**What is required:**
Which lines mention "template"? Show each one from the listing.

Extracted material Start Marker

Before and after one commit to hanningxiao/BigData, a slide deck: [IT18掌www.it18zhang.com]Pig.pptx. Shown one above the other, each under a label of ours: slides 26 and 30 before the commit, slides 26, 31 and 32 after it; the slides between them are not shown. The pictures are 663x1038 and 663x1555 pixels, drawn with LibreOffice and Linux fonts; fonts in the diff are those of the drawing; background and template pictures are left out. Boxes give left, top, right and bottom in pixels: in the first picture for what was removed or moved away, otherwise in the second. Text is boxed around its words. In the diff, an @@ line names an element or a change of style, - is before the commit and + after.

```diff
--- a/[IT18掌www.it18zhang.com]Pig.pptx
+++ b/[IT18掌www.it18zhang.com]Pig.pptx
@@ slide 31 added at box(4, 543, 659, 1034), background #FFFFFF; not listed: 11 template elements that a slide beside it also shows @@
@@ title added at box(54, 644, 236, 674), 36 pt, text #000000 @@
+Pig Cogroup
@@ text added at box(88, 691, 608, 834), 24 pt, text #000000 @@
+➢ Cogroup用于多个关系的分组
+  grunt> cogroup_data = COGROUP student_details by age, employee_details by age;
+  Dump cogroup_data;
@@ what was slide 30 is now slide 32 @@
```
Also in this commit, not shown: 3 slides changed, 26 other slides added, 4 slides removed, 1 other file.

Extracted material End Marker

**Response box:**
Before and after one commit to hanningxiao/BigData, a slide deck: [IT18掌www.it18zhang.com]Pig.pptx. Shown one above the other, each under a label of ours: slides 26 and 30 before the commit, slides 26, 31 and 32 after it; the slides between them are not shown. The pictures are 663x1038 and 663x1555 pixels, drawn with LibreOffice and Linux fonts; fonts in the diff are those of the drawing; background and template pictures are left out. Boxes give left, top, right and bottom in pixels: in the first picture for what was removed or moved away, otherwise in the second. Text is boxed around its words. In the diff, an @@ line names an element or a change of style, - is before the commit and + after.
@@ slide 31 added at box(4, 543, 659, 1034), background #FFFFFF; not listed: 11 template elements that a slide beside it also shows @@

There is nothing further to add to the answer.